> _TASK_
Which lines of the data below hold "dalam"? Copy each of them.

____________________

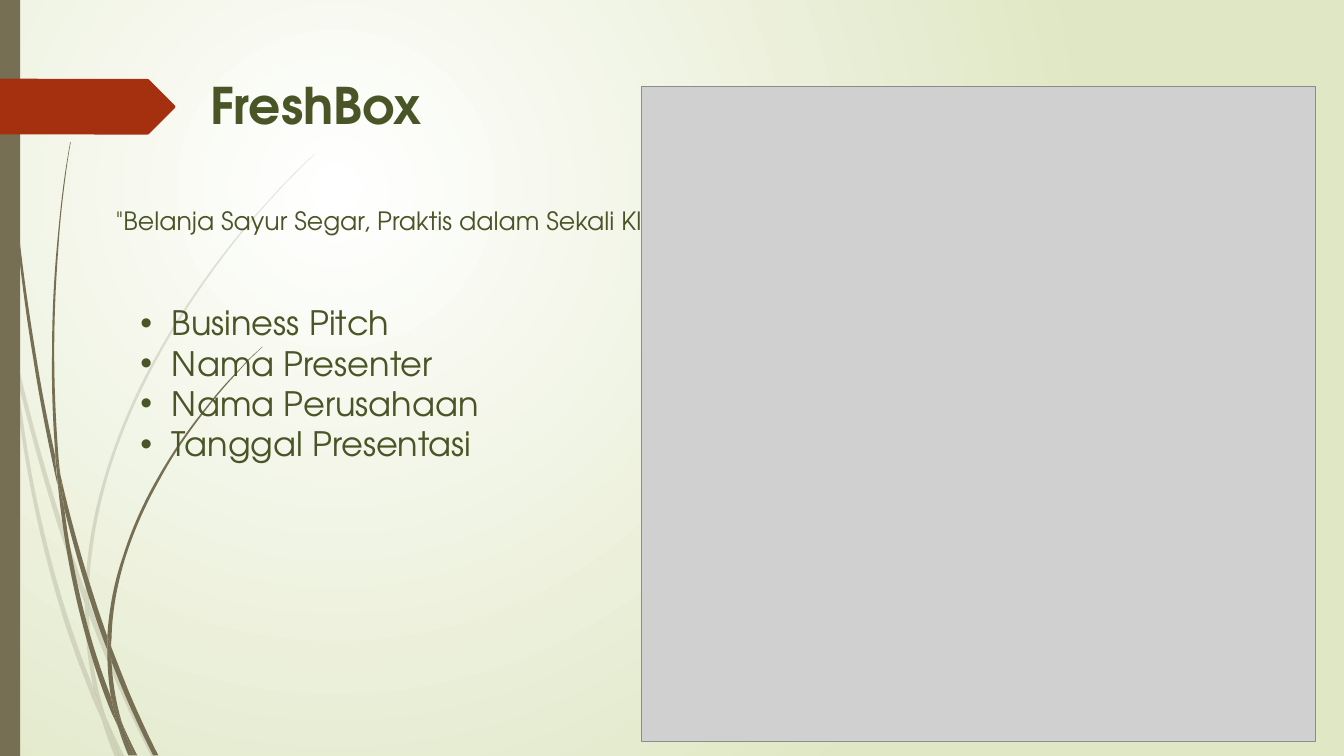
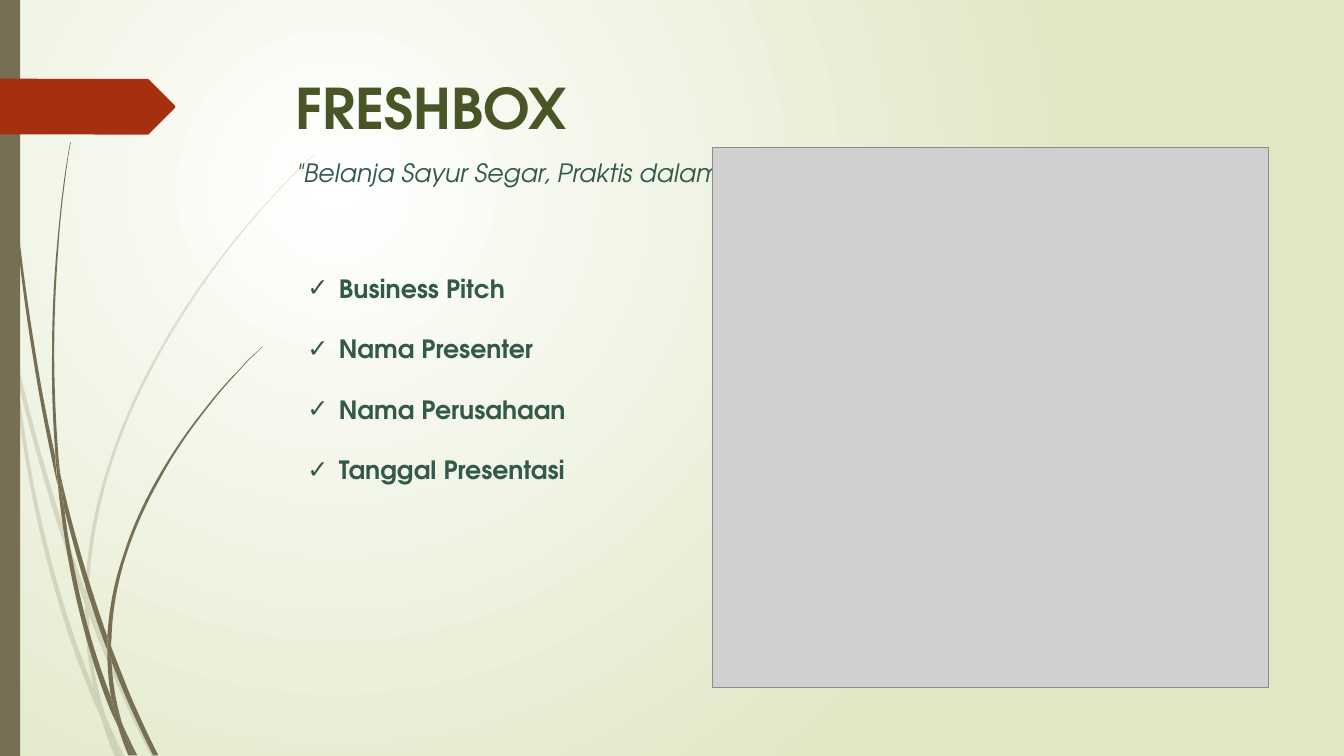
Before and after one commit to onysu/kursus, a slide deck: slide 1 of assets/files/Business-Pitch-Deck-7-Slide.pptx. Drawn at 1344x756 pixels with LibreOffice and Linux fonts; fonts in the diff are those of the drawing; grey boxes stand for pictures. Boxes give left, top, right and bottom in pixels: in the first picture for what was removed or moved away, otherwise in the second. Text is boxed around its words. In the diff, an @@ line names an element or a change of style, - is before the commit and + after.

```diff
--- a/assets/files/Business-Pitch-Deck-7-Slide.pptx
+++ b/assets/files/Business-Pitch-Deck-7-Slide.pptx
@@ title at [296, 87, 567, 130]: text changed; size 36 to 40 pt @@
-FreshBox
+FRESHBOX
@@ picture: place and size @@
-picture at [641, 87, 1316, 741]
+picture at [713, 148, 1269, 688]
@@ text ""Belanja Sayur Segar, Praktis dalam ...": place and size @@
-text ""Belanja Sayur Segar, Praktis dalam ..." at [116, 204, 673, 242]
+text ""Belanja Sayur Segar, Praktis dalam ..." at [296, 156, 719, 194]
@@ text ""Belanja Sayur Segar, Praktis dalam ..." at [296, 156, 719, 194]: text colour #495526 to #325949, italic on @@
@@ text "Business Pitch": place and size @@
-text "Business Pitch" at [172, 310, 479, 463]
+text "Business Pitch" at [339, 278, 565, 485]
@@ text "Business Pitch" at [339, 278, 565, 485]: size 24 to 18 pt, text colour #495526 to #325949, bold on; bullet • to ✓; line spacing 1 to 2 @@
```
Also in this commit, not shown: 4 other slides changed.

____________________

> _TASK SOLUTION_
@@ text ""Belanja Sayur Segar, Praktis dalam ...": place and size @@
-text ""Belanja Sayur Segar, Praktis dalam ..." at [116, 204, 673, 242]
+text ""Belanja Sayur Segar, Praktis dalam ..." at [296, 156, 719, 194]
@@ text ""Belanja Sayur Segar, Praktis dalam ..." at [296, 156, 719, 194]: text colour #495526 to #325949, italic on @@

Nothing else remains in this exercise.